In what world does an annual salary of $174,000 meet the definition of underpaid?
That would be in the nation's capital, where soon-to-be-retired Rep. Jim Moran, D-Va., said Americans should know that their members of Congress — as the board of directors for the "largest economic entity in the world" — are underpaid.
The longtime congressman made his comments Thursday after the House voted for the sixth straight year to deny members an automatic cost-of-living raise they're entitled to under law.
Not surprisingly, reaction to Moran's assertion was swift and derisive.
"Tone deaf," wrote Daniel Doherty at the conservative Town Hall website.
"The guy is retiring and has apparently gone Bulworth after getting his pension info," said the liberal Huffington Post, referring to the 1998 movie featuring a politician who goes rogue and speaks without a filter. (With one big difference: Bulworth, played by Warren Beatty, addresses racial and economic divisions, not congressional pay.)
Fair Leadership Compensation
Though Moran's comments may be politically tone deaf given Congress' dismal approval ratings and the fact that the median household income in the U.S. is $51,000, compensation experts like Pete Smith say the guy has a point.
"Politically, he's in a sensitive area," says Smith, who advises corporate and nonprofit clients on designing compensation and benefit packages for executives, "given that there is the perception that members of Congress don't work that hard, and don't do their jobs very well.
"But if you want good people in government, you shouldn't limit yourself to just people who can afford it, because they'll have to find their wealth elsewhere," he says.
The Ethics Reform Act of 1989 allowed for an annual congressional pay adjustment, but it also gave members the authority to prohibit or revise the adjustment. Since 1992, Congress approved its annual adjustment 13 times, and rejected it 11 times.
Data compiled in a February Congressional Research Service report on Capitol Hill salaries showed that, in real dollars, members of Congress have continued to lose ground over the past two decades.

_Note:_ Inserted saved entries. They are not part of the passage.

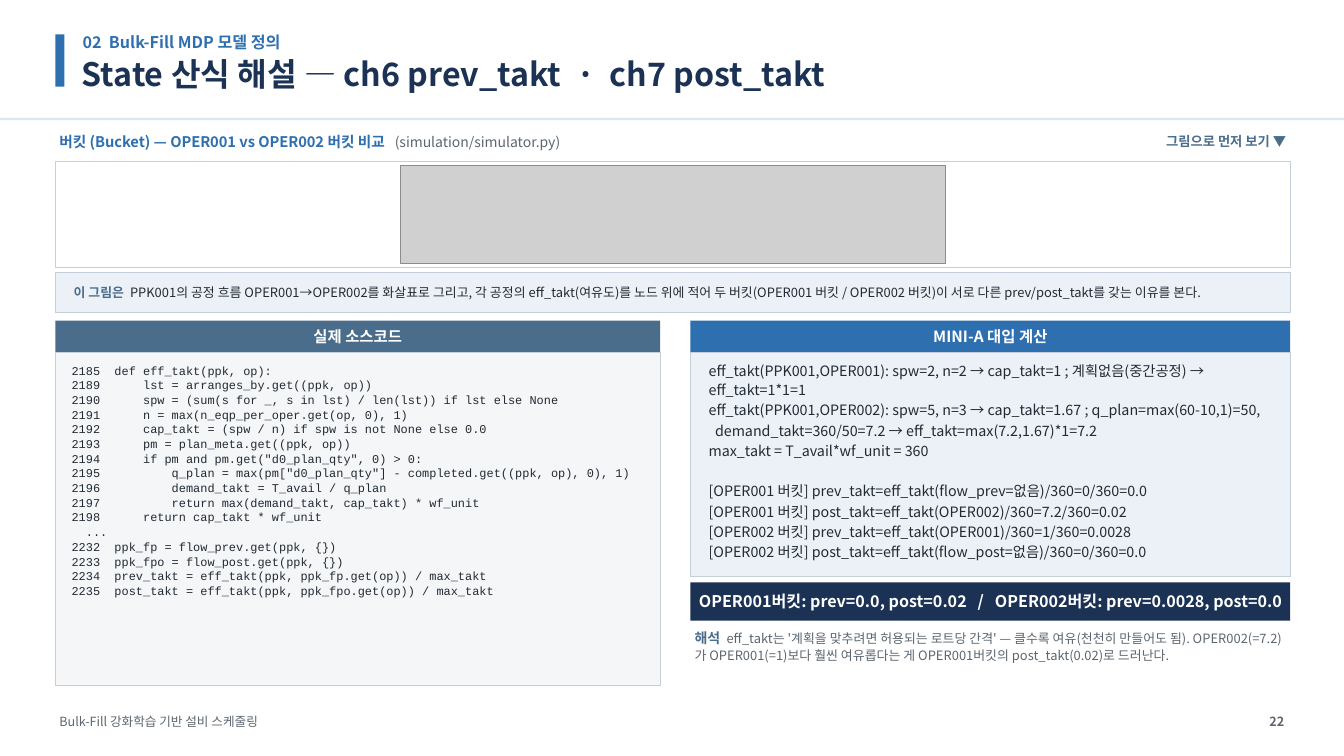
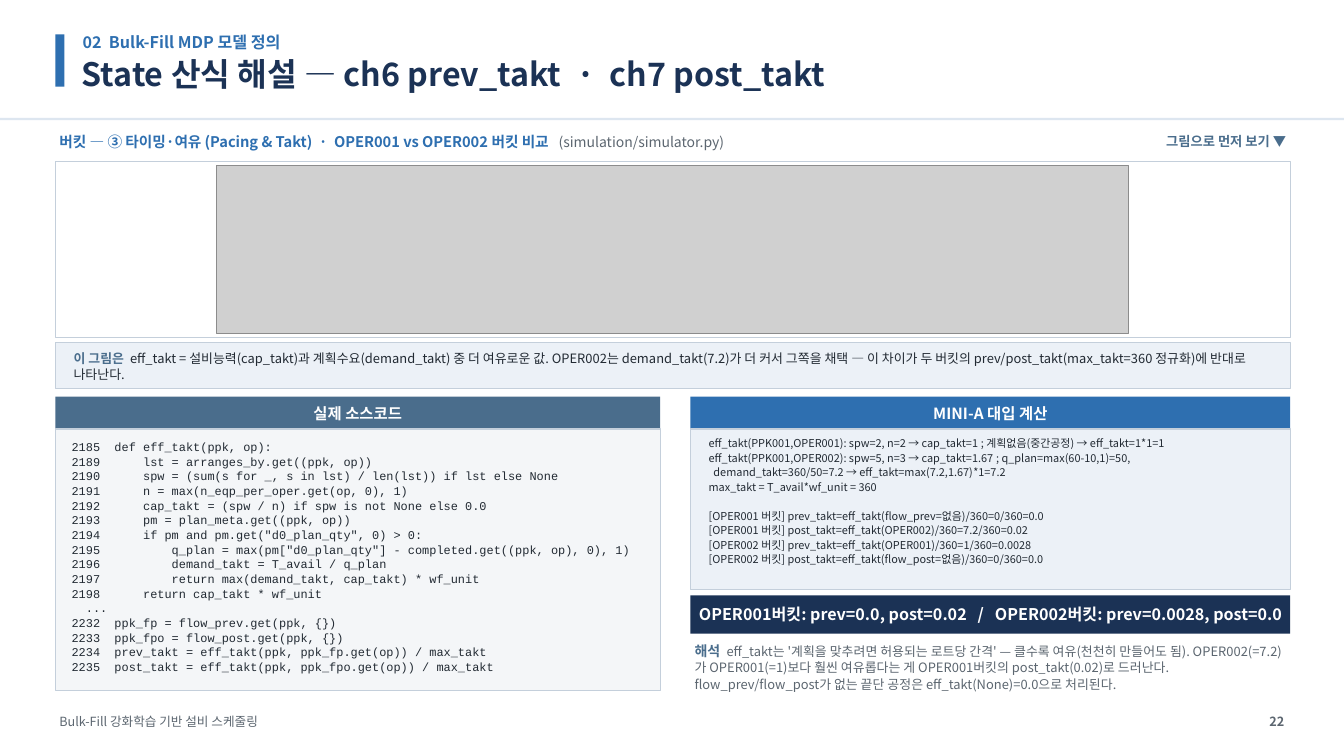
Before and after one commit to relighting123/pjt_scheduling, a slide deck: slide 22 of docs/BulkFill_스케줄링_발표자료.pptx. Drawn at 1344x756 pixels with LibreOffice and Linux fonts; fonts in the diff are those of the drawing; grey boxes stand for pictures. Boxes give left, top, right and bottom in pixels: in the first picture for what was removed or moved away, otherwise in the second. Text is boxed around its words. In the diff, an @@ line names an element or a change of style, - is before the commit and + after.

```diff
--- a/docs/BulkFill_스케줄링_발표자료.pptx
+++ b/docs/BulkFill_스케줄링_발표자료.pptx
@@ text at <box>59,134,724,151</box>: text changed @@
-버킷 (Bucket) — OPER001 vs OPER002 버킷 비교 (simulation/simulator.py)
+버킷 — ③ 타이밍·여유 (Pacing & Takt) · OPER001 vs OPER002 버킷 비교 (simulation/simulator.py)
@@ rectangle: place and size @@
-rectangle at <box>55,161,1291,267</box>
+rectangle at <box>55,161,1291,338</box>
@@ picture: place and size @@
-picture at <box>400,165,946,263</box>
+picture at <box>217,165,1129,334</box>
@@ rectangle: place and size @@
-rectangle at <box>55,272,1291,313</box>
+rectangle at <box>55,343,1291,389</box>
@@ text at <box>74,352,1246,380</box>: text changed @@
-이 그림은 PPK001의 공정 흐름 OPER001→OPER002를 화살표로 그리고, 각 공정의 eff_takt(여유도)를 노드 위에 적어 두 버킷(OPER001 버킷 / OPER002 버킷)이 서로 다른 prev/post_takt를 갖는 이유를 본다.
+이 그림은 eff_takt = 설비능력(cap_takt)과 계획수요(demand_takt) 중 더 여유로운 값. OPER002는 demand_takt(7.2)가 더 커서 그쪽을 채택 — 이 차이가 두 버킷의 prev/post_takt(max_takt=360 정규화)에 반대로 나타난다.
@@ 2 texts, 2 rectangles: place and size @@
-2 texts, 2 rectangles at <box>55,321,1291,353</box>
+2 texts, 2 rectangles at <box>55,397,1291,430</box>
@@ rectangle: place and size @@
-rectangle at <box>55,353,660,686</box>
+rectangle at <box>55,430,660,691</box>
@@ text "2185 def eff_takt(ppk, op):": place and size @@
-text "2185 def eff_takt(ppk, op):" at <box>72,366,629,598</box>
+text "2185 def eff_takt(ppk, op):" at <box>72,442,629,674</box>
@@ rectangle: place and size @@
-rectangle at <box>691,353,1291,577</box>
+rectangle at <box>691,430,1291,590</box>
@@ text "eff_takt(PPK001,OPER001): spw=2, n=2 → cap_takt=1 ...": place and size @@
-text "eff_takt(PPK001,OPER001): spw=2, n=2 → cap_takt=1 ..." at <box>709,364,1261,561</box>
+text "eff_takt(PPK001,OPER001): spw=2, n=2 → cap_takt=1 ..." at <box>709,438,1164,566</box>
@@ text "eff_takt(PPK001,OPER001): spw=2, n=2 → cap_takt=1 ..." at <box>709,438,1164,566</box>: size 10.2 to 7.8 pt; line spacing 1.1 to 1 @@
@@ text "OPER001버킷: prev=0.0, post=0.02 / OPER002버킷: ...": place and size @@
-text "OPER001버킷: prev=0.0, post=0.02 / OPER002버킷: ..." at <box>699,593,1282,611</box>
+text "OPER001버킷: prev=0.0, post=0.02 / OPER002버킷: ..." at <box>699,606,1282,624</box>
@@ rectangle: place and size @@
-rectangle at <box>691,583,1291,621</box>
+rectangle at <box>691,596,1291,634</box>
@@ text at <box>695,644,1282,692</box>: text changed @@
-해석 eff_takt는 '계획을 맞추려면 허용되는 로트당 간격' — 클수록 여유(천천히 만들어도 됨). OPER002(=7.2)가 OPER001(=1)보다 훨씬 여유롭다는 게 OPER001버킷의 post_takt(0.02)로 드러난다.
+해석 eff_takt는 '계획을 맞추려면 허용되는 로트당 간격' — 클수록 여유(천천히 만들어도 됨). OPER002(=7.2)가 OPER001(=1)보다 훨씬 여유롭다는 게 OPER001버킷의 post_takt(0.02)로 드러난다. flow_prev/flow_post가 없는 끝단 공정은 eff_takt(None)=0.0으로 처리된다.
```
Also in this commit, not shown: 17 other slides changed, 19 other files.

A Moran staffer who asked to speak on background Friday said that his boss is "not looking at a raise, but more at housing assistance, similar to what other federal employees get."
He noted that Moran's proposal "wouldn't apply to him" because he'll retire at the end of the year and because his primary home is in suburban Virginia — an easy (depending on traffic) commute from the U.S. Capitol.

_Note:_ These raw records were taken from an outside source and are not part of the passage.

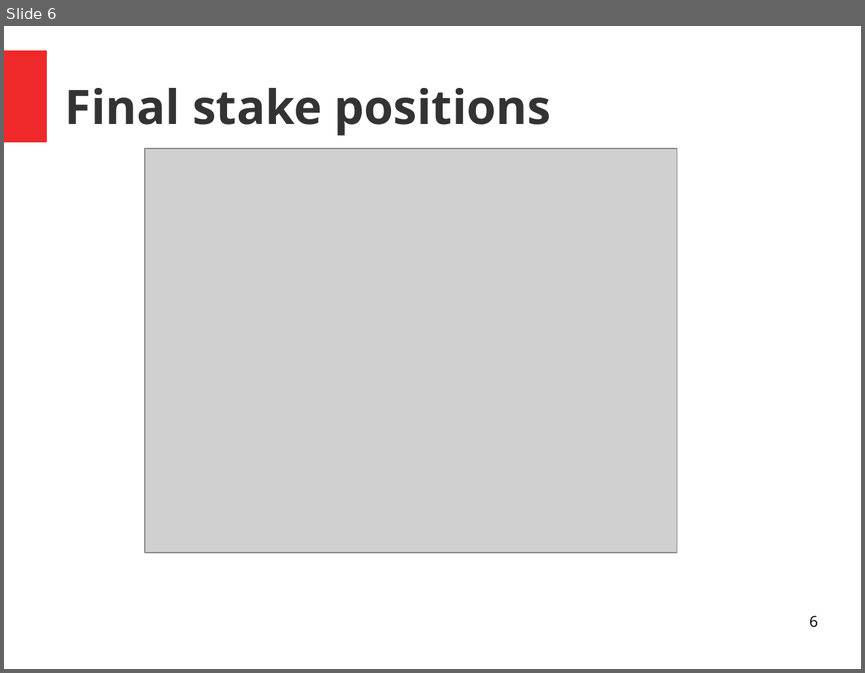
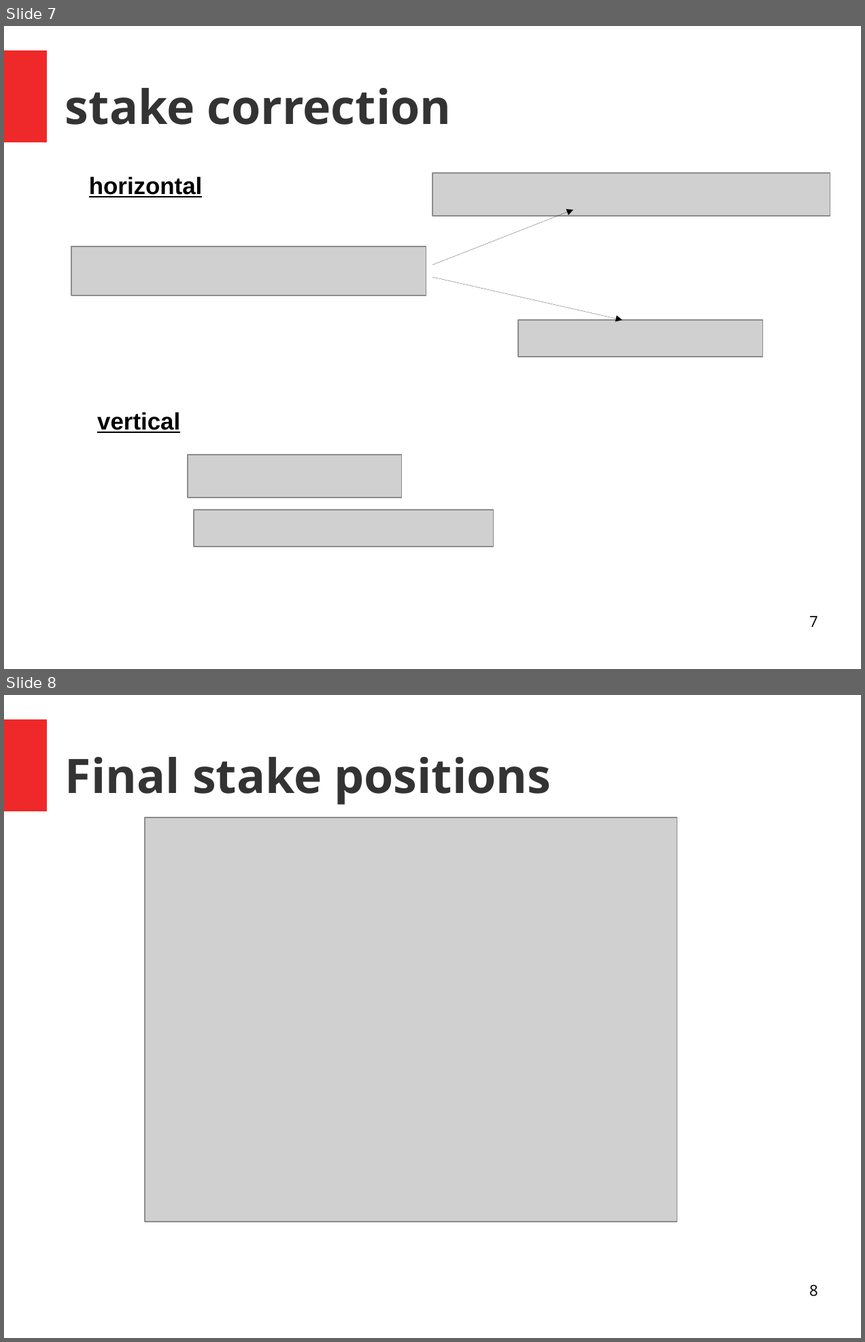
Before and after one commit to Standard24/SnowAirIceSea, a slide deck: presentation/Presentation_Processing.odp. Shown one above the other, each under a label of ours: slide 6 before the commit, slides 7 and 8 after it. The pictures are 865x673 and 865x1342 pixels, drawn with LibreOffice and Linux fonts; fonts in the diff are those of the drawing; grey boxes stand for pictures. Boxes give left, top, right and bottom in pixels: in the first picture for what was removed or moved away, otherwise in the second. Text is boxed around its words. In the diff, an @@ line names an element or a change of style, - is before the commit and + after.

```diff
--- a/presentation/Presentation_Processing.odp
+++ b/presentation/Presentation_Processing.odp
@@ slide 7 added at box(4, 26, 861, 669), background #FFFFFF; not listed: 1 template element that a slide beside it also shows @@
@@ title added at box(65, 88, 451, 125), 44 pt, text #333333, bold @@
+stake correction
@@ text added at box(89, 176, 202, 197), 22 pt, text #000000, bold, underline @@
+horizontal
@@ picture added at box(432, 173, 830, 216) @@
@@ arrow added from (432, 265) to (573, 210), #000000 0 pt @@
@@ picture added at box(71, 246, 427, 295) @@
@@ arrow added from (432, 277) to (622, 320), #000000 0 pt @@
@@ picture added at box(518, 320, 763, 356) @@
@@ text added at box(97, 412, 180, 433), 22 pt, text #000000, bold, underline @@
+vertical
@@ picture added at box(188, 454, 402, 497) @@
@@ picture added at box(194, 509, 494, 546) @@
@@ page number added at box(809, 616, 818, 626), 14 pt, text #000000 @@
+7
@@ what was slide 6 is now slide 8 @@
@@ page number at box(809, 1285, 818, 1296): text changed @@
-6
+8
```
Also in this commit, not shown: 4 slides changed, 1 other slide added, 5 other files.

Smith, the Washington-based compensation consultant, says that while $174,000 sounds like a lot and "isn't a bad level of pay," for leadership-level positions "it seems low by today's standards — both in the for-profit and nonprofit worlds."
"There are a lot of nonprofit executives who are earning $80,000 for running a food kitchen, for example," he says. "But there are also a lot of nonprofit executives earning $200,000, $250,000, $300,000."
Smith says that he believes there is a strong argument for devising a better system, unhooked from politics, to determine congressional pay.
Double Homes/Single Income
Moran's comment no doubt resonated with members of Congress of a certain class — those without the financial means to maintain their district homes and absorb the high rental and housing costs in Washington.
More than a few sleep in their offices; many also share rentals.
The cost of renting an apartment or home in Washington can be eye-popping for members arriving from just about anywhere but San Francisco or New York City.
Take a look at Akron, Ohio, for example, in the district represented by Democratic Rep. Tim Ryan. The average monthly apartment rental in Akron is $779; in Washington that same apartment would rent for $2,042 a month, according to cost of living calculators.
And if you earn $174,000 in Akron? You'd have to up your salary to $251,794 in Washington, given the cost of living — and largely the cost of housing.
"Housing stipends are not unusual," says Smith. "And that would be not a bad way to politically create more income without making the salary look that high."
So while Moran's lament may inspire some sniggers, especially considering many of the other perks of office, his comments no doubt resonated with colleagues spending another weekday night on their office couch — but who would never consider voting for a pay increase in the current environment.